- **TASK STATEMENT**
Please copy all of the data that follows exactly, leaving any pictures out.
======== DATA FOR THE TASK ========
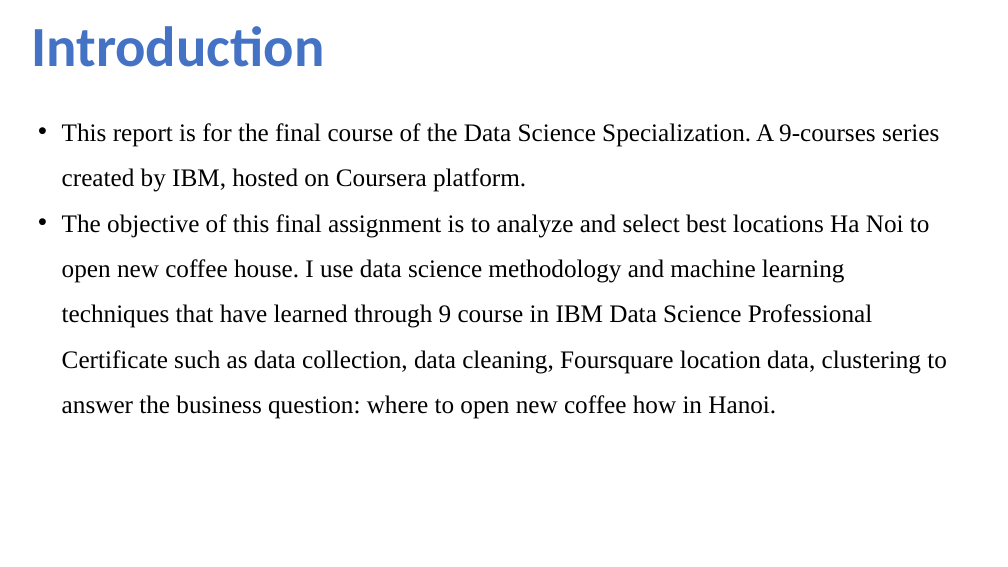
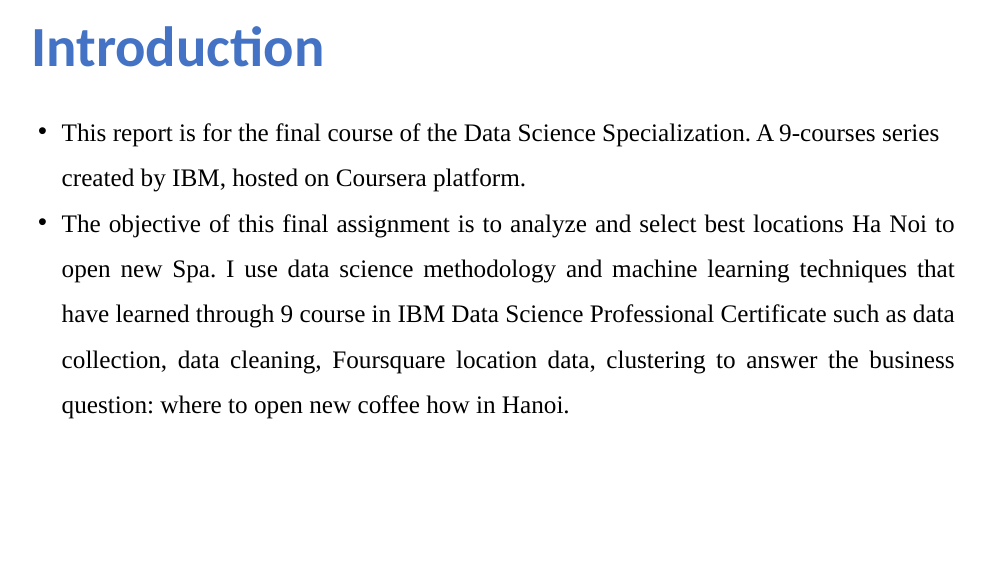
Before and after one commit to nxtacctau/Coursera_Capstone, a slide deck: slide 2 of Coursera Capstone Project Presentation Toannx.pptx. Drawn at 1008x567 pixels with LibreOffice and Linux fonts; fonts in the diff are those of the drawing. Boxes give left, top, right and bottom in pixels: in the first picture for what was removed or moved away, otherwise in the second. Text is boxed around its words. In the diff, an @@ line names an element or a change of style, - is before the commit and + after.

```diff
--- a/Coursera Capstone Project Presentation Toannx.pptx
+++ b/Coursera Capstone Project Presentation Toannx.pptx
@@ text at (62, 214, 955, 419): text changed @@
-• The objective of this final assignment is to analyze and select best locations Ha Noi to open new coffee house. I use data science methodology and machine learning techniques that have learned through 9 course in IBM Data Science Professional Certificate such as data collection, data cleaning, Foursquare location data, clustering to answer the business question: where to open new coffee how in Hanoi.
+• The objective of this final assignment is to analyze and select best locations Ha Noi to open new Spa. I use data science methodology and machine learning techniques that have learned through 9 course in IBM Data Science Professional Certificate such as data collection, data cleaning, Foursquare location data, clustering to answer the business question: where to open new coffee how in Hanoi.
```
Also in this commit, not shown: 6 other slides changed, 4 slides added, 4 other files.
========
- **RESPONSE TO THIS TASK**
Before and after one commit to nxtacctau/Coursera_Capstone, a slide deck: slide 2 of Coursera Capstone Project Presentation Toannx.pptx. Drawn at 1008x567 pixels with LibreOffice and Linux fonts; fonts in the diff are those of the drawing. Boxes give left, top, right and bottom in pixels: in the first picture for what was removed or moved away, otherwise in the second. Text is boxed around its words. In the diff, an @@ line names an element or a change of style, - is before the commit and + after.

```diff
--- a/Coursera Capstone Project Presentation Toannx.pptx
+++ b/Coursera Capstone Project Presentation Toannx.pptx
@@ text at (62, 214, 955, 419): text changed @@
-• The objective of this final assignment is to analyze and select best locations Ha Noi to open new coffee house. I use data science methodology and machine learning techniques that have learned through 9 course in IBM Data Science Professional Certificate such as data collection, data cleaning, Foursquare location data, clustering to answer the business question: where to open new coffee how in Hanoi.
+• The objective of this final assignment is to analyze and select best locations Ha Noi to open new Spa. I use data science methodology and machine learning techniques that have learned through 9 course in IBM Data Science Professional Certificate such as data collection, data cleaning, Foursquare location data, clustering to answer the business question: where to open new coffee how in Hanoi.
```
Also in this commit, not shown: 6 other slides changed, 4 slides added, 4 other files.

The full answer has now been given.